### Task to carry out:
In this exercise, return the whole listing exactly, excluding any images.

********************

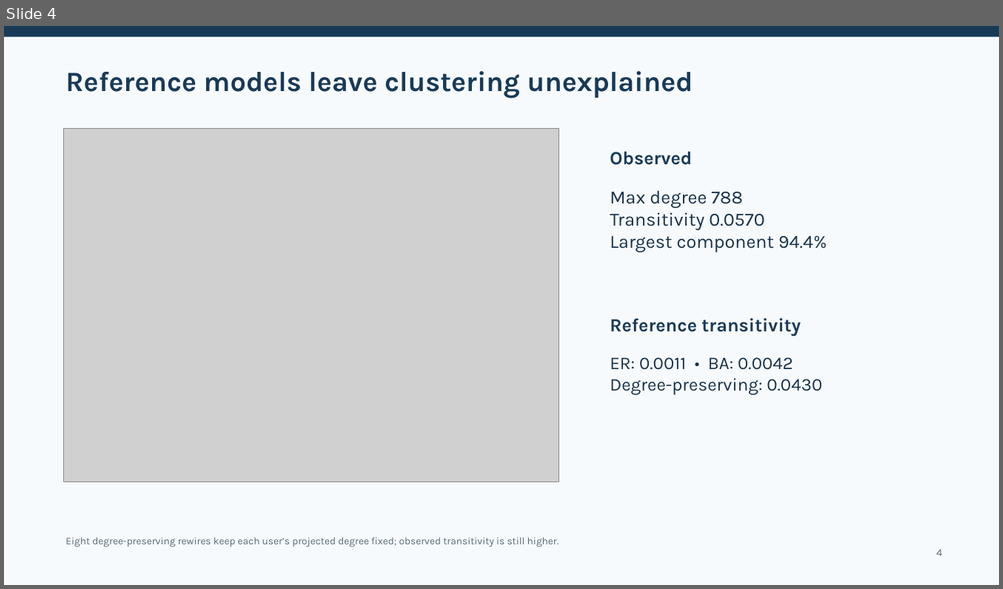
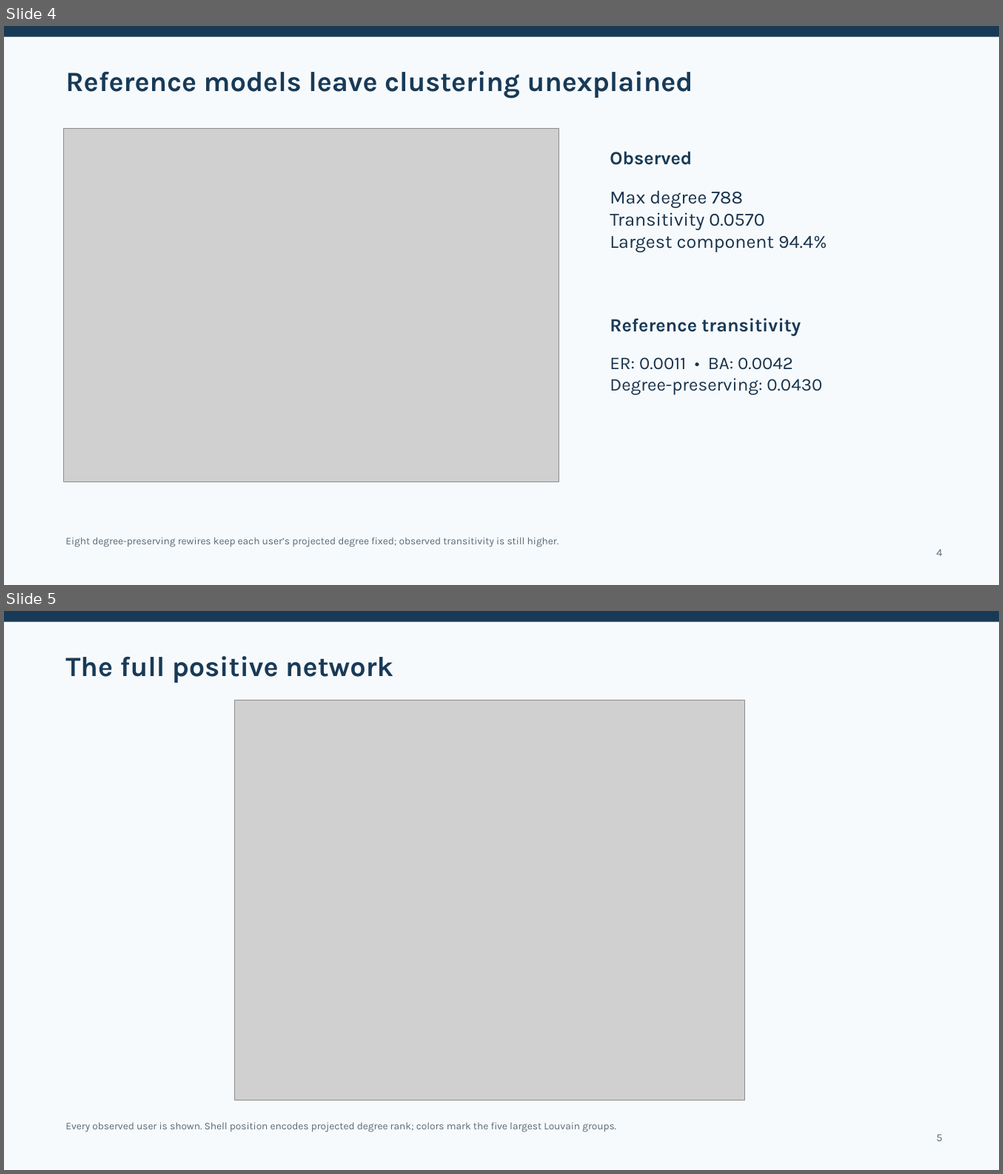
Before and after one commit to O-2wice/bitcoin-otc-trust-network-science, a slide deck: presentation/bitcoin_otc_network_science.pptx. Shown one above the other, each under a label of ours: slide 4 before the commit, slides 4 and 5 after it. The pictures are 1003x589 and 1003x1174 pixels, drawn with LibreOffice and Linux fonts; fonts in the diff are those of the drawing; grey boxes stand for pictures. Boxes give left, top, right and bottom in pixels: in the first picture for what was removed or moved away, otherwise in the second. Text is boxed around its words. In the diff, an @@ line names an element or a change of style, - is before the commit and + after.

Commit message:
Add full-network overview to report presentation and repo

```diff
--- a/presentation/bitcoin_otc_network_science.pptx
+++ b/presentation/bitcoin_otc_network_science.pptx
@@ slide 5 added at [4, 611, 999, 1170], background #F7FAFC @@
@@ rectangle added at [4, 611, 999, 622], fill #183A57 @@
@@ text added at [65, 656, 393, 683], 27 pt, text #183A57, bold @@
+The full positive network
@@ picture added at [235, 701, 745, 1100] @@
@@ text added at [65, 1122, 616, 1133], 9.8 pt, text #596A78 @@
+Every observed user is shown. Shell position encodes projected degree rank; colors mark the five largest Louvain groups.
@@ text added at [936, 1135, 942, 1142], 10.5 pt, text #596A78 @@
+5
```
Also in this commit, not shown: 9 slides changed, 8 other files.

********************

### Task answer:
Before and after one commit to O-2wice/bitcoin-otc-trust-network-science, a slide deck: presentation/bitcoin_otc_network_science.pptx. Shown one above the other, each under a label of ours: slide 4 before the commit, slides 4 and 5 after it. The pictures are 1003x589 and 1003x1174 pixels, drawn with LibreOffice and Linux fonts; fonts in the diff are those of the drawing; grey boxes stand for pictures. Boxes give left, top, right and bottom in pixels: in the first picture for what was removed or moved away, otherwise in the second. Text is boxed around its words. In the diff, an @@ line names an element or a change of style, - is before the commit and + after.

Commit message:
Add full-network overview to report presentation and repo

```diff
--- a/presentation/bitcoin_otc_network_science.pptx
+++ b/presentation/bitcoin_otc_network_science.pptx
@@ slide 5 added at [4, 611, 999, 1170], background #F7FAFC @@
@@ rectangle added at [4, 611, 999, 622], fill #183A57 @@
@@ text added at [65, 656, 393, 683], 27 pt, text #183A57, bold @@
+The full positive network
@@ picture added at [235, 701, 745, 1100] @@
@@ text added at [65, 1122, 616, 1133], 9.8 pt, text #596A78 @@
+Every observed user is shown. Shell position encodes projected degree rank; colors mark the five largest Louvain groups.
@@ text added at [936, 1135, 942, 1142], 10.5 pt, text #596A78 @@
+5
```
Also in this commit, not shown: 9 slides changed, 8 other files.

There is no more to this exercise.